Researchers at The University of Queensland Diamantina Institute are developing a new technology derived from turmeric that could provide hope for patients with type 2 diabetes.
In Australia, type 2 diabetes affects about 3.5% of the population and usually occurs in adults over the age of 45. It is primarily caused by lifestyle factors and is associated with obesity, hypertension and elevated cholesterol.

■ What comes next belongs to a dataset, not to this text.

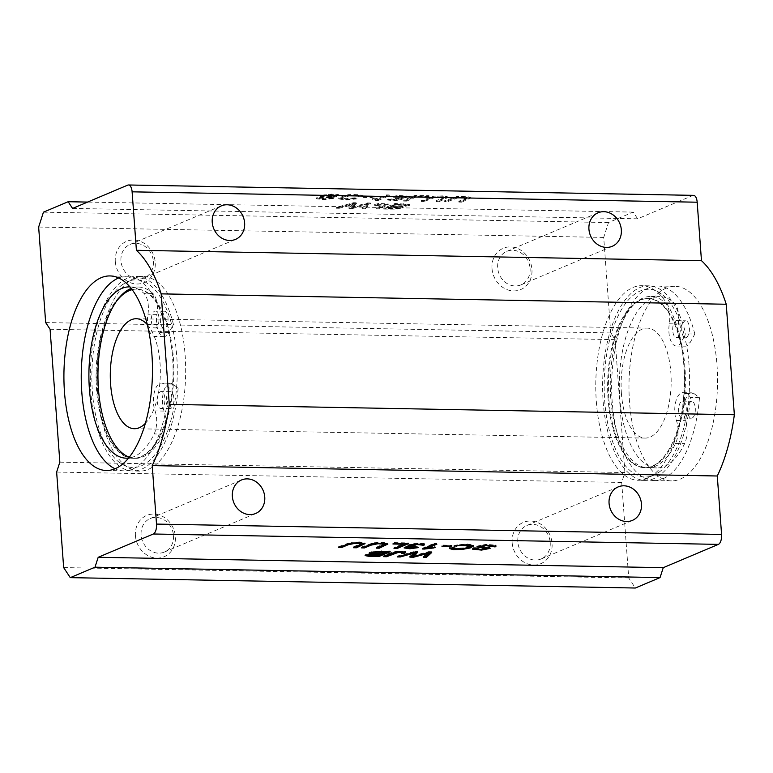 <?xml version="1.0" encoding="UTF-8"?>
<svg xmlns="http://www.w3.org/2000/svg" width="773" height="773" viewBox="0 0 773 773"><rect width="100%" height="100%" fill="white"/><g stroke="black" fill="none" stroke-linecap="round" stroke-linejoin="round"><path stroke-width="0.58" stroke-dasharray="3.87 2.9" d="M351.995 207.087L356.575 202.748L353.522 202.69L336.11 207.396L339.183 207.454L353.387 203.386L348.894 207.637L352.498 207.695L367.31 203.647L362.17 207.879L365.175 207.937L370.383 202.999L367.504 202.941L351.995 207.087L352.063 207.918L356.633 203.579L356.575 202.748M424.184 200.632L434.677 196.719L444.214 196.999L435.972 200.854L438.967 200.903L447.557 196.806L443.016 195.878L433.769 196.207L421.188 200.574L424.184 200.632L424.251 201.463L434.735 197.55L444.272 197.83L436.04 201.685L435.972 200.854M371.62 196.767L373.021 196.178L364.498 196.013L363.088 196.613L371.62 196.767L371.678 197.598L373.088 197.009L373.021 196.178M378.867 208.188L388.181 203.879L378.693 203.444L374.605 204.507L384.432 203.879L384.944 204.951L384.432 203.879C386.394 204.246 378.78 206.671 375.871 208.13L378.867 208.188L378.925 209.019L388.239 204.71L378.76 204.275L374.663 205.338L374.605 204.507M446.987 201.057L457.481 197.134L467.018 197.415L458.785 201.27L461.781 201.328L470.361 197.231L465.819 196.294L456.572 196.622L443.992 200.999L446.987 201.057L447.055 201.879L457.548 197.965L467.076 198.246L458.843 202.101L458.785 201.27M693.536 195.356A8.464 3.846 -88.9 0 0 692.763 195.511L637.628 218.807L633.222 212.102L608.506 222.547L603.713 237.417L610.728 332.941L615.144 339.637L624.903 472.535L621.705 482.449L628.72 577.972L635.338 588.021M72.565 208.43L637.628 218.807M400.723 197.898L408.608 196.1L397.873 195.424L393.312 196.361L405.448 196.236L396.394 197.473L395.476 198.004L399.139 198.516L395.158 199.531L390.723 199.076L391.128 198.632L387.679 199.221L394.945 200.004L402.115 198.448L400.723 197.898L400.781 198.729L408.666 196.931L397.931 196.255L393.37 197.192L393.312 196.361M330.834 197.453L324.235 198.284L319.317 197.743L322.65 196.951L333.385 196.516L339.975 194.844L333.434 193.859L320.805 195.318L330.873 194.438L336.873 195.038L332.226 195.994L320.08 196.622L316.196 197.946L324.216 198.835L333.598 197.55L330.834 197.453L330.902 198.284L324.302 199.115L319.375 198.574L322.708 197.782L333.443 197.347L340.033 195.675L333.492 194.69L320.863 196.149L320.805 195.318M427.653 196.265L428.996 195.695L414.869 195.434L403.467 200.255L406.453 200.304L416.512 196.052L427.653 196.265L427.711 197.096L429.054 196.526L428.996 195.695M401.786 206.256L409.622 204.478L395.042 203.454L383.63 208.275L396.945 208.333L403.139 206.816L401.786 206.256L401.844 207.087L409.68 205.309L395.1 204.285L395.042 203.454M354.411 197.82L345.985 198.709L341.405 197.84L348.865 195.163L358.488 195.202L358.672 196.168L362.054 196.062L362.402 195.463L357.445 194.303L348.159 194.661L338.139 197.965L345.579 199.27L357 198.023L354.411 197.82L354.469 198.651L346.043 199.54L341.473 198.671L348.923 195.994L358.556 196.033L358.73 196.999L358.488 195.202L358.73 196.999L362.112 196.893L362.054 196.062M375.958 199.772L377.746 199.801L389.206 194.96L386.432 194.912L377.504 198.68L373.639 197.869L372.286 198.439L375.958 199.743L376.016 200.603L375.958 199.772M164.369 311.21A8.464 3.846 -88.9 0 1 167.809 316.389A8.464 3.846 -88.9 0 1 166.9 325.53A84.615 38.486 91.1 0 1 168.862 332.834A16.919 7.701 91.1 0 1 163.905 336.593A16.919 7.701 91.1 0 1 156.977 314.389A16.919 7.701 -88.9 0 0 157.093 303.538A84.615 38.486 91.1 0 1 162.127 312.717A84.615 38.486 91.1 0 1 166.9 325.53A8.464 3.846 91.1 0 1 164.06 328.129A8.464 3.846 91.1 0 1 160.494 322.157A8.464 3.846 91.1 0 1 162.127 312.717A8.464 3.846 -88.9 0 1 164.369 311.21L155.325 311.046A8.464 3.846 -88.9 0 0 151.324 319.433A8.464 3.846 -88.9 0 0 155.015 327.965A8.464 3.846 -88.9 0 0 155.779 327.81A8.464 3.846 -88.9 0 0 157.866 325.365A8.464 3.846 -88.9 0 0 158.765 316.225A8.464 3.846 -88.9 0 0 155.325 311.046M129.864 286.889A85.668 38.969 91.1 0 1 143.846 293.286A16.919 7.701 91.1 0 1 147.933 314.225A16.919 7.701 -88.9 0 0 154.861 336.429A16.919 7.701 -88.9 0 0 159.972 332.39L164.417 324.302L173.452 324.467L172.215 326.728A93.871 42.699 91.1 0 1 176.64 386.993A93.871 42.699 91.1 0 1 119.409 462.476A93.871 42.699 91.1 0 1 92.373 391.524A93.871 42.699 91.1 0 1 122.675 284.425A93.871 42.699 91.1 0 1 172.215 326.728L169.016 332.554A16.919 7.701 91.1 0 1 168.862 332.834A84.615 38.486 91.1 0 1 172.621 383.997A16.919 7.701 91.1 0 1 172.804 384.133L178.128 388.094L169.084 387.93L163.76 383.968A16.919 7.701 -88.9 0 0 161.393 383.089A16.919 7.701 -88.9 0 0 154.223 392.81A16.919 7.701 -88.9 0 0 155.035 410.907A16.919 7.701 91.1 0 1 154.175 433.933A85.668 38.969 91.1 0 1 128.598 458.08M173.452 324.467A97.301 44.254 -88.9 0 0 136.348 276.415A97.301 44.254 -88.9 0 0 127.545 278.183A97.301 44.254 -88.9 0 0 90.354 382.577A97.301 44.254 -88.9 0 0 132.772 470.989A97.301 44.254 -88.9 0 0 178.128 388.094M129.313 457.201A85.668 38.969 -88.9 0 0 134.106 458.283A84.615 38.486 91.1 0 1 133.004 458.302A84.615 38.486 91.1 0 1 96.538 389.766A84.615 38.486 91.1 0 1 122.086 294.581M162.784 392.298A8.464 3.846 -88.9 0 0 161.238 391.553A8.464 3.846 -88.9 0 0 157.238 399.941A8.464 3.846 -88.9 0 0 160.929 408.473A8.464 3.846 -88.9 0 0 161.692 408.318A8.464 3.846 -88.9 0 0 164.891 400.994A8.464 3.846 -88.9 0 0 162.784 392.298M170.437 383.253A16.919 7.701 91.1 0 0 163.267 392.974A16.919 7.701 91.1 0 0 164.079 411.072A16.919 7.701 -88.9 0 1 165.731 421.179A84.615 38.486 91.1 0 1 134.106 458.283A85.668 38.969 -88.9 0 0 135.362 458.35A85.668 38.969 -88.9 0 0 163.219 434.097A16.919 7.701 -88.9 0 0 165.731 421.179A84.615 38.486 91.1 0 0 169.152 408.424A8.464 3.846 91.1 0 1 166.321 399.206A8.464 3.846 91.1 0 1 170.282 391.718A8.464 3.846 91.1 0 1 171.819 392.462A84.615 38.486 91.1 0 1 169.152 408.424A8.464 3.846 -88.9 0 0 169.973 408.637A8.464 3.846 -88.9 0 0 173.857 401.989A8.464 3.846 -88.9 0 0 171.819 392.462A84.615 38.486 91.1 0 0 172.621 383.997A16.919 7.701 91.1 0 0 170.437 383.253L161.393 383.089M131.98 289.517A84.615 38.486 91.1 0 1 136.116 289.102A84.615 38.486 91.1 0 1 157.093 303.538A16.919 7.701 -88.9 0 0 152.89 293.45A85.668 38.969 -88.9 0 0 138.512 287.044A85.668 38.969 -88.9 0 0 131.139 288.435M169.084 387.93A97.301 44.254 91.1 0 1 123.738 470.825A97.301 44.254 91.1 0 1 115.1 468.786M118.607 277.971A97.301 44.254 91.1 0 1 127.303 276.251A97.301 44.254 91.1 0 1 164.417 324.302M694.821 334.042A97.301 44.254 -88.9 0 0 657.717 285.991A97.301 44.254 -88.9 0 0 648.914 287.759A97.301 44.254 -88.9 0 0 611.714 392.153A97.301 44.254 -88.9 0 0 654.142 480.564A97.301 44.254 -88.9 0 0 699.497 397.67L694.173 393.708A16.919 7.701 -88.9 0 0 691.806 392.829A16.919 7.701 -88.9 0 0 684.627 402.549A16.919 7.701 -88.9 0 0 685.438 420.647A16.919 7.701 91.1 0 1 684.588 443.673A85.668 38.969 91.1 0 1 656.731 467.936A85.668 38.969 91.1 0 1 619.347 381.562A85.668 38.969 91.1 0 1 659.881 296.619A85.668 38.969 91.1 0 1 674.259 303.035A16.919 7.701 91.1 0 1 678.346 323.964A16.919 7.701 -88.9 0 0 685.265 346.169A16.919 7.701 -88.9 0 0 690.386 342.13L694.821 334.042L685.777 333.878L684.54 336.139A93.871 42.699 91.1 0 1 688.965 396.394A93.871 42.699 91.1 0 1 658.77 472.39A93.871 42.699 91.1 0 1 604.699 400.936A93.871 42.699 91.1 0 1 662.046 294.329A93.871 42.699 91.1 0 1 684.54 336.139L681.342 341.966L690.386 342.13M686.192 337.55A8.464 3.846 -88.9 0 0 689.419 328.477A8.464 3.846 -88.9 0 0 685.738 320.785A8.464 3.846 -88.9 0 0 683.487 322.293A8.464 3.846 -88.9 0 0 681.863 331.733A8.464 3.846 -88.9 0 0 685.419 337.704A8.464 3.846 -88.9 0 0 686.192 337.55M692.096 418.058A8.464 3.846 -88.9 0 0 695.333 408.985A8.464 3.846 -88.9 0 0 691.642 401.293A8.464 3.846 -88.9 0 0 687.68 408.782A8.464 3.846 -88.9 0 0 690.521 418A8.464 3.846 -88.9 0 0 691.333 418.212A8.464 3.846 -88.9 0 0 692.096 418.058M681.342 341.966A16.919 7.701 -88.9 0 1 681.187 342.246A16.919 7.701 91.1 0 1 676.23 346.004A16.919 7.701 91.1 0 1 669.302 323.8A16.919 7.701 -88.9 0 0 669.418 312.949A84.615 38.486 91.1 0 1 674.452 322.119A8.464 3.846 91.1 0 1 676.694 320.621A8.464 3.846 91.1 0 1 680.134 325.8A8.464 3.846 91.1 0 1 679.225 334.941A84.615 38.486 91.1 0 1 681.187 342.246A84.615 38.486 91.1 0 1 684.936 393.409A84.615 38.486 91.1 0 1 684.144 401.873A84.615 38.486 91.1 0 1 681.477 417.835A8.464 3.846 91.1 0 1 678.636 408.608A8.464 3.846 91.1 0 1 682.607 401.129A8.464 3.846 91.1 0 1 684.144 401.873A8.464 3.846 91.1 0 1 686.182 411.4A8.464 3.846 91.1 0 1 682.298 418.048A8.464 3.846 91.1 0 1 681.477 417.835A84.615 38.486 91.1 0 1 678.056 430.59A16.919 7.701 -88.9 0 0 676.404 420.483A16.919 7.701 91.1 0 1 675.592 402.385A16.919 7.701 91.1 0 1 682.762 392.665A16.919 7.701 91.1 0 1 684.936 393.409A16.919 7.701 -88.9 0 1 685.129 393.544L690.453 397.506A97.301 44.254 91.1 0 1 645.097 480.4A97.301 44.254 91.1 0 1 602.679 391.988A97.301 44.254 91.1 0 1 639.87 287.585A97.301 44.254 91.1 0 1 648.673 285.826A97.301 44.254 91.1 0 1 685.777 333.878M679.225 334.941A8.464 3.846 91.1 0 1 676.385 337.54A8.464 3.846 91.1 0 1 672.819 331.569A8.464 3.846 91.1 0 1 674.452 322.119A84.615 38.486 91.1 0 1 679.225 334.941M647.687 467.762A85.668 38.969 91.1 0 0 675.544 443.509A16.919 7.701 91.1 0 0 678.056 430.59A84.615 38.486 91.1 0 1 646.431 467.694A84.615 38.486 91.1 0 1 645.329 467.713A84.615 38.486 91.1 0 1 608.863 399.177A84.615 38.486 91.1 0 1 634.411 303.992A85.668 38.969 -88.9 0 0 610.767 398.375A85.668 38.969 -88.9 0 0 646.431 467.694A85.668 38.969 91.1 0 0 647.687 467.762L656.731 467.936M699.497 397.67L690.453 397.506M634.411 303.992A85.668 38.969 91.1 0 1 650.837 296.455A85.668 38.969 91.1 0 1 665.215 302.861A16.919 7.701 91.1 0 1 669.418 312.949A84.615 38.486 91.1 0 0 648.441 298.513A84.615 38.486 91.1 0 0 634.411 303.992M666.239 288.078A97.301 44.254 -88.9 0 0 629.048 392.471A97.301 44.254 -88.9 0 0 671.466 480.883A97.301 44.254 -88.9 0 0 717.508 384.413A97.301 44.254 -88.9 0 0 675.042 286.31A97.301 44.254 -88.9 0 0 666.239 288.078M633.222 212.102L87.581 202.082M615.144 339.637L50.081 329.259M610.728 332.941L45.665 322.563M59.84 462.157L624.903 472.535M621.705 482.449L56.642 472.071M43.443 212.169L608.506 222.547M603.713 237.417L38.65 227.04M63.657 567.595L628.72 577.972M135.43 535.737A22.427 19.576 67.1 0 0 166.775 555.343A22.427 19.576 67.1 0 0 163.982 517.224A22.427 19.576 67.1 0 0 135.43 535.737M512.141 542.656A22.427 19.576 67.1 0 0 543.487 562.271A22.427 19.576 67.1 0 0 540.685 524.142A22.427 19.576 67.1 0 0 512.141 542.656M97.669 392.307A97.301 44.254 91.1 0 1 134.386 278.309A97.301 44.254 91.1 0 1 136.521 277.517A97.301 44.254 91.1 0 1 143.179 276.541A97.301 44.254 91.1 0 1 185.646 374.644A97.301 44.254 91.1 0 1 139.613 471.115A97.301 44.254 91.1 0 1 132.995 469.897A97.301 44.254 91.1 0 1 97.669 392.307M596.321 401.467A97.301 44.254 -88.9 0 0 638.266 480.275A97.301 44.254 -88.9 0 0 644.924 479.299A97.301 44.254 -88.9 0 0 684.298 383.795A97.301 44.254 -88.9 0 0 648.46 286.918A97.301 44.254 -88.9 0 0 641.841 285.701A97.301 44.254 -88.9 0 0 633.039 287.459A97.301 44.254 -88.9 0 0 596.321 401.467M608.109 399.168A84.615 38.486 91.1 0 1 647.687 298.494A84.615 38.486 91.1 0 1 684.607 383.804A84.615 38.486 91.1 0 1 644.576 467.694A84.615 38.486 91.1 0 1 608.109 399.168M621.415 393.544A54.999 25.016 91.1 0 1 647.146 328.11A54.999 25.016 91.1 0 1 671.148 383.553A54.999 25.016 91.1 0 1 645.126 438.088A54.999 25.016 91.1 0 1 621.415 393.544M147.228 324.534A54.999 25.016 91.1 0 1 160.33 374.171A54.999 25.016 91.1 0 1 145.411 423.295M132.096 289.682A84.615 38.486 91.1 0 1 136.869 289.121A84.615 38.486 91.1 0 1 173.79 374.422A84.615 38.486 91.1 0 1 133.758 458.312A84.615 38.486 91.1 0 1 97.292 389.785A84.615 38.486 91.1 0 1 116.201 301.644M173.5 535.592A18.194 15.875 -112.9 0 1 164.378 552.057A18.194 15.875 -112.9 0 1 141.101 535.003A18.194 15.875 -112.9 0 1 150.213 518.538A18.194 15.875 -112.9 0 1 173.5 535.592M153.363 261.487A18.194 15.875 -112.9 0 1 144.251 277.951A18.194 15.875 -112.9 0 1 120.975 260.897A18.194 15.875 -112.9 0 1 130.086 244.432A18.194 15.875 -112.9 0 1 153.363 261.487M550.202 542.511A18.194 15.875 -112.9 0 1 541.09 558.976A18.194 15.875 -112.9 0 1 517.804 541.921A18.194 15.875 -112.9 0 1 526.925 525.456A18.194 15.875 -112.9 0 1 550.202 542.511M530.075 268.405A18.194 15.875 -112.9 0 1 520.954 284.87A18.194 15.875 -112.9 0 1 497.677 267.816A18.194 15.875 -112.9 0 1 506.798 251.351A18.194 15.875 -112.9 0 1 530.075 268.405M492.014 268.55A22.427 19.576 67.1 0 0 523.36 288.155A22.427 19.576 67.1 0 0 520.558 250.037A22.427 19.576 67.1 0 0 492.014 268.55M115.303 261.632A22.427 19.576 67.1 0 0 146.648 281.237A22.427 19.576 67.1 0 0 143.846 243.118A22.427 19.576 67.1 0 0 115.303 261.632M393.37 197.192L395.96 197.328L395.902 196.497M395.96 197.328L405.516 197.067L396.462 198.303L396.394 197.473M396.462 198.303L395.534 198.835L395.476 198.004M395.534 198.835L399.197 199.347L395.216 200.362L390.79 199.907L391.128 198.632M391.186 199.463L388.162 199.521L388.104 198.69M388.162 199.521L387.746 200.052L395.003 200.835L402.182 199.279L400.781 198.729M458.843 202.101L461.839 202.159L461.781 201.328M461.839 202.159L470.419 198.052L465.877 197.125L456.63 197.453L444.06 201.83L443.992 200.999M444.06 201.83L447.055 201.879M320.863 196.149L323.568 196.255L323.501 195.424M323.568 196.255L330.931 195.269L336.931 195.869L332.284 196.825L320.138 197.453L316.254 198.777L324.274 199.666L333.656 198.381L333.598 197.55M333.656 198.381L330.902 198.284M374.663 205.338L377.185 205.463L377.118 204.632M377.185 205.463L384.49 204.71C386.452 205.067 378.838 207.502 375.929 208.961L375.871 208.13M375.929 208.961L378.925 209.019M429.054 196.526L414.927 196.265L414.869 195.434M414.927 196.265L403.525 201.086L403.467 200.255M403.525 201.086L406.511 201.135L406.453 200.304M406.511 201.135L416.579 196.883L416.512 196.052M416.579 196.883L427.711 197.096M373.088 197.009L364.556 196.844L364.498 196.013M364.556 196.844L363.146 197.444L363.088 196.613M363.146 197.444L371.678 197.598M392.819 206.565L392.761 205.734L396.684 204.072L405.709 204.401L406.221 204.7L406.279 205.531L405.767 205.232C407.129 206.362 402.81 206.806 392.819 206.565L396.742 204.903L396.684 204.072M396.742 204.903L404.356 205.067L404.298 204.236M404.356 205.067L405.767 205.232L405.709 204.401C407.071 205.531 402.752 205.976 392.761 205.734M388.027 208.584L391.476 207.135L400.279 207.676L397.158 208.594L388.027 208.584L387.969 207.753L391.418 206.304L400.221 206.845L397.1 207.763L387.969 207.753M391.476 207.135L391.418 206.304M395.1 204.285L383.698 209.106L383.63 208.275M383.698 209.106L397.003 209.164L403.197 207.647L401.844 207.087M436.04 201.685L439.035 201.734L438.967 200.903M439.035 201.734L447.615 197.637L443.074 196.709L433.827 197.038L421.256 201.405L421.188 200.574M421.256 201.405L424.251 201.463M362.112 196.893L362.46 196.294L357.503 195.134L348.217 195.492L338.197 198.796L345.637 200.101L357.068 198.854L357 198.023M357.068 198.854L354.469 198.651M356.633 203.579L353.58 203.521L353.522 202.69M353.58 203.521L336.178 208.227L336.11 207.396M336.178 208.227L339.241 208.285L339.183 207.454M339.241 208.285L353.445 204.217L353.387 203.386M353.445 204.217L348.952 208.468L348.894 207.637M348.952 208.468L352.565 208.526L352.498 207.695M352.565 208.526L367.368 204.478L367.31 203.647M367.368 204.478L362.228 208.71L362.17 207.879M362.228 208.71L365.233 208.758L365.175 207.937M365.233 208.758L370.441 203.83L370.383 202.999M370.441 203.83L367.562 203.772L367.504 202.941M367.562 203.772L352.063 207.918M377.813 200.632L389.263 195.791L386.49 195.743L377.562 199.511L373.697 198.7L372.344 199.27L376.016 200.603L377.813 200.632L377.746 199.801M389.263 195.791L389.206 194.96M386.49 195.743L386.432 194.912M377.562 199.511L377.504 198.68M373.697 198.7L373.639 197.869M372.344 199.27L372.286 198.439M395.892 547.68L393.95 547.642L404.008 543.39L392.868 543.187L394.22 542.617L394.278 543.448M394.22 542.617L408.347 542.878L408.405 543.709M408.347 542.878L406.463 543.67M393.95 547.642L394.008 548.472M392.868 543.187L392.935 544.018M443.344 545.033L451.867 545.187L450.466 545.777L441.934 545.622L443.344 545.033L443.402 545.864M451.867 545.187L451.934 546.018M441.934 545.622L441.992 546.453M469.675 544.801L461.066 544.656L453.925 545.313L453.983 546.144M453.925 545.313L466.757 543.863L473.627 545.091L473.434 545.545M467.259 547.883L453.326 548.782M449.751 548.115L449.654 547.284L449.712 548.115M449.654 547.284L452.949 547.197L453.007 548.018M452.949 547.197L456.911 548.318L464.013 547.806L470.38 545.284M385.447 555.864L383.505 555.835C389.041 552.676 399.293 549.729 405.158 551.497L405.419 552.569M405.216 552.328L405.158 551.497L404.105 552.608M402.182 552.627L401.226 552.637L401.284 553.468M397.95 551.961L397.931 551.69C401.68 551.41 402.781 551.729 401.226 552.637L402.134 551.98M397.931 551.69L395.022 552.299M383.505 555.835L383.563 556.666M340.564 546.666L338.622 546.627L338.68 547.458M338.622 546.627L350.517 542.366L359.899 541.902L365.001 542.83L364.672 543.293M355.348 546.936L353.406 546.898L353.464 547.728M353.406 546.898L361.658 543.09M361.252 542.791L349.696 543.342M363.368 547.081L361.426 547.042L361.484 547.873M361.426 547.042L373.32 542.781L382.703 542.327L387.814 543.245L387.476 543.709M378.152 547.352L376.209 547.313L376.277 548.144M376.209 547.313L384.461 543.506M384.055 543.206L372.499 543.757M408.415 545.371L407.893 545.004L414.512 543.216L423.962 543.467L424.019 544.298M421.333 544.511L420.976 545.351M420.918 544.521L421.295 544.037M421.208 543.873L411.613 544.443M411.11 544.868L416.019 545.4L416.077 546.231M416.019 545.4L414.502 546.26M414.483 545.912L411.458 545.951M410.163 546.057L407.226 546.782M407.071 546.984L415.594 546.646L415.652 547.477M415.594 546.646L418.116 546.801L418.174 547.632M418.116 546.801L407.168 547.883M404.53 547.497L404.037 547.11L410.134 545.632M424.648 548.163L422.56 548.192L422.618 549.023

Insulin is a hormone produced by the pancreas which moves sugar from the food we eat into the body's cells. Patients with type 2 diabetes either cannot produce enough insulin or have a condition called ‘insulin resistance’, where the insulin they do produce is not used properly.
It is now known that insulin resistance arises due to misguided inflammation signals from the immune system. The immune cells that reside both in adipose (‘fat’) tissue and in the liver appear to be the major culprits: they release pro-inflammatory compounds that disrupt the way the body handles insulin.
Dr Brendan O’Sullivan, a Senior Research Officer at UQDI, and his team wanted to know precisely which immune cells in these tissues cause insulin resistance and whether this could be off-set by treating them with curcumin, the yellow ingredient derived from the spice turmeric.
“Curcumin, which is the yellow compound that you see in curries, has been used as a herbal remedy for diabetes for centuries,” explains Dr O’Sullivan. We now know that curcumin acts as a specific blocker of the inflammatory signals that arise in diabetes.
While curcumin can be consumed at high levels, the amount of bioactive curcumin within the blood is very low and is delivered to the entire body, rather than as a concentrated dose where it’s really needed.
“By encapsulating curcumin in microscopic lipid droplets, they can be delivered to the liver and adipose tissue to prevent the production of diabetes-inducing inflammatory compounds,” he said.
These droplets, called ‘curcusomes’, were found to improve diabetes in mice by lowering levels of inflammatory compounds and subsequently reducing insulin resistance.
Moreover, the researchers were also able to precisely determine which immune cells triggered insulin resistance in the first place: a cell type called Tip-DCs in the liver and adipose tissue macrophages (ATMs) in fat tissue. This vital information expands our knowledge about how diabetes arises.
O’Sullivan’s team is now optimising the curcusome technology into a drug to prevent liver inflammation in obesity, a common precursor to diabetes.
If successful, the treatment could be combined with existing anti-diabetic drugs to reduce complications associated with diabetes in patients. Curcusomes may also prove effective in the treatment of other conditions such as cardiovascular disease, rheumatoid arthritis, and certain forms of liver disease.
Dr O'Sullivan received a Smart State Fellowship from the State Government and funding from Arthritis QLD to explore potential diabetes treatments.
Results from this study were recently published in Diabetes Journal.